Deep Space Nine resonates now because it is set in a bifurcated world, much like our own. “Deep Space Nine is not about solving the problems of the world every 46 minutes,” Shimerman says. “But rather, how do people live together who don’t like each other, but have to? Have to form alliances, in order to survive, to just get through life?”
Admittedly, many viewers get thrown off early. The first season treads a lot of the same ground as the other Star Trek shows. But right near the season one finale, Deep Space Nine reveals its true face, before diving into dark, deep philosophical waters. It’s possible to come away from certain episodes and story arcs feeling almost physically winded. The show-runners brilliantly seed impending plotlines well before they emerge, and pull off some staggering twists, drawing in major players from the Trek universe to tell stories which, frankly, often put the rest of Trek to shame.

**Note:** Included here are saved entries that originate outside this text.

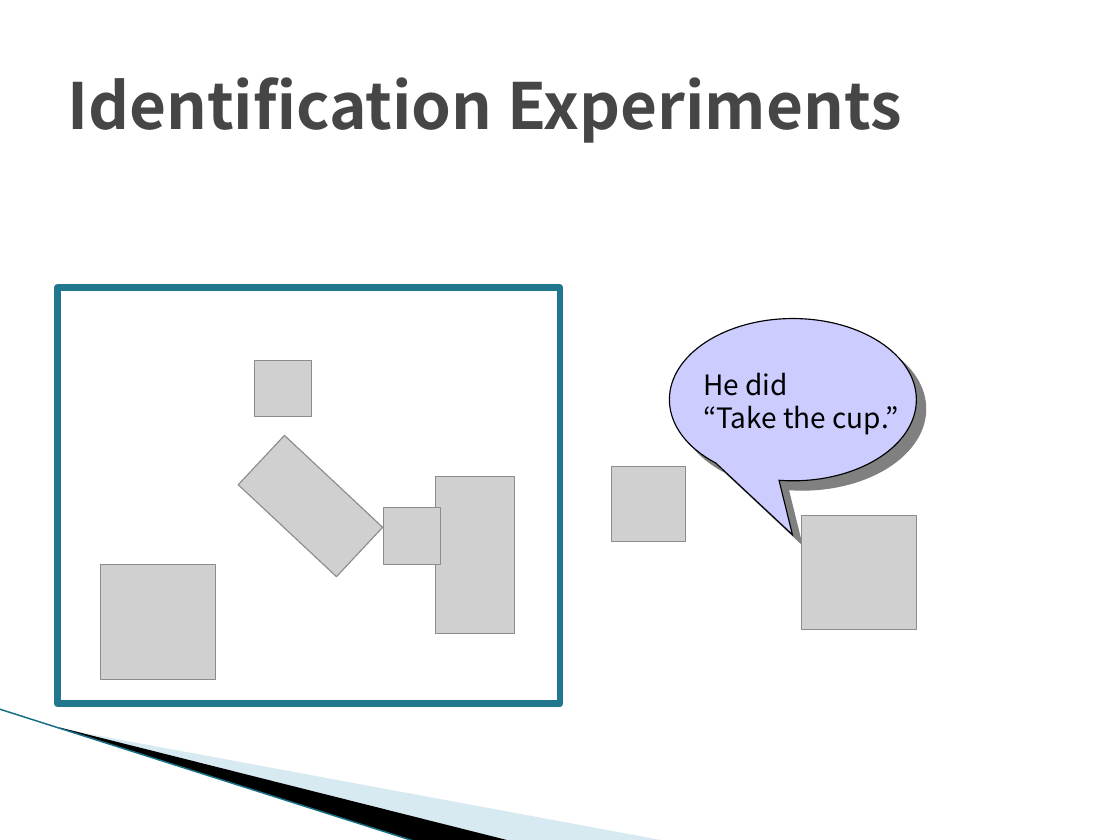
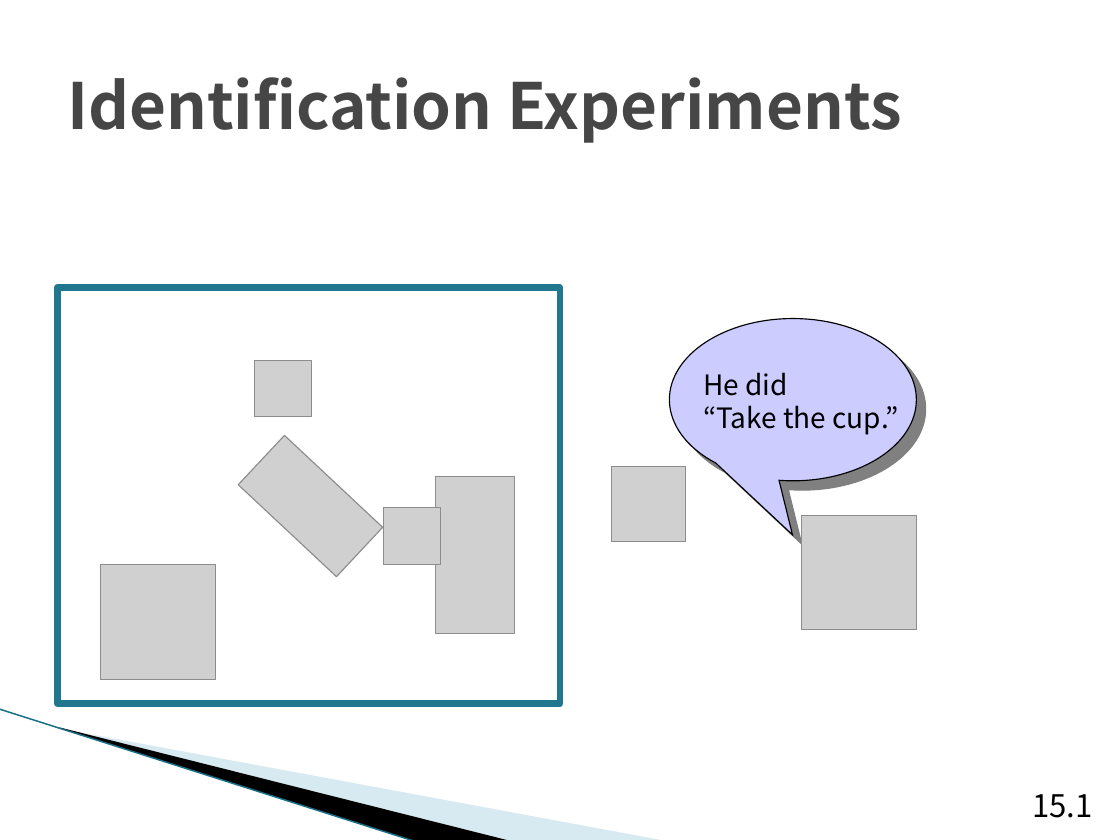
Before and after one commit to TetsuyaKomota/GitforEclipseTest, a slide deck: slide 19 of IntentionLearning/memo/Understanding Intentions(for seminar)_silde.pptx (slide 18 before the commit). Drawn at 1120x840 pixels with LibreOffice and Linux fonts; fonts in the diff are those of the drawing; grey boxes stand for pictures; background and template pictures are left out. Boxes give left, top, right and bottom in pixels: in the first picture for what was removed or moved away, otherwise in the second. Text is boxed around its words. In the diff, an @@ line names an element or a change of style, - is before the commit and + after.

```diff
--- a/IntentionLearning/memo/Understanding Intentions(for seminar)_silde.pptx
+++ b/IntentionLearning/memo/Understanding Intentions(for seminar)_silde.pptx
@@ text added at (1032, 794, 1092, 818), 20 pt, text #000000 @@
+15.1
```
Also in this commit, not shown: 23 other slides changed, 1 slide added, 1 other file.

The significance of having a black Starfleet captain, a single father, stationed in the middle of simmering racial tensions is one of Deep Space Nine’s greatest strengths. Sisko, throughout the show’s tenure, becomes as potent a Trek captain as Jean-Luc Picard at his zenith, bringing a true cinematic heft to his performance. And Deep Space Nine has, more so than any other Trek show, a sense of place. You’ll come to crave the promenade, miss the hiss of the turbolift and long to enter Sisko’s office again, and have him swivel around to greet you, tossing a baseball in the air.
Miraculously, we’ve been given the chance to return to this world. There’s a brilliant new comic series that explores the fates of some key characters, and the excellent animated series The Lower Decks is set five years after the finale of Deep Space Nine; Visitor and Shimerman made their triumphant return as Kira and Quark too. “Kira is always just off stage left for me,” Visitor says. “All the conversations I’ve had over the years, hearing what she meant to other people, trying to explain to them what she meant to me … makes her very fresh and alive in my head.”
As we wrap up our call, she elegantly sums up why Deep Space Nine is worth watching. “It was in a franchise that was travelling out to discover other worlds, and we had the nerve to say, wait a minute. The journey from here … ” she gestures at her head, “to here … ” and she draws her finger down to her heart. “That journey? That’s quite a journey. Let’s focus on that one.”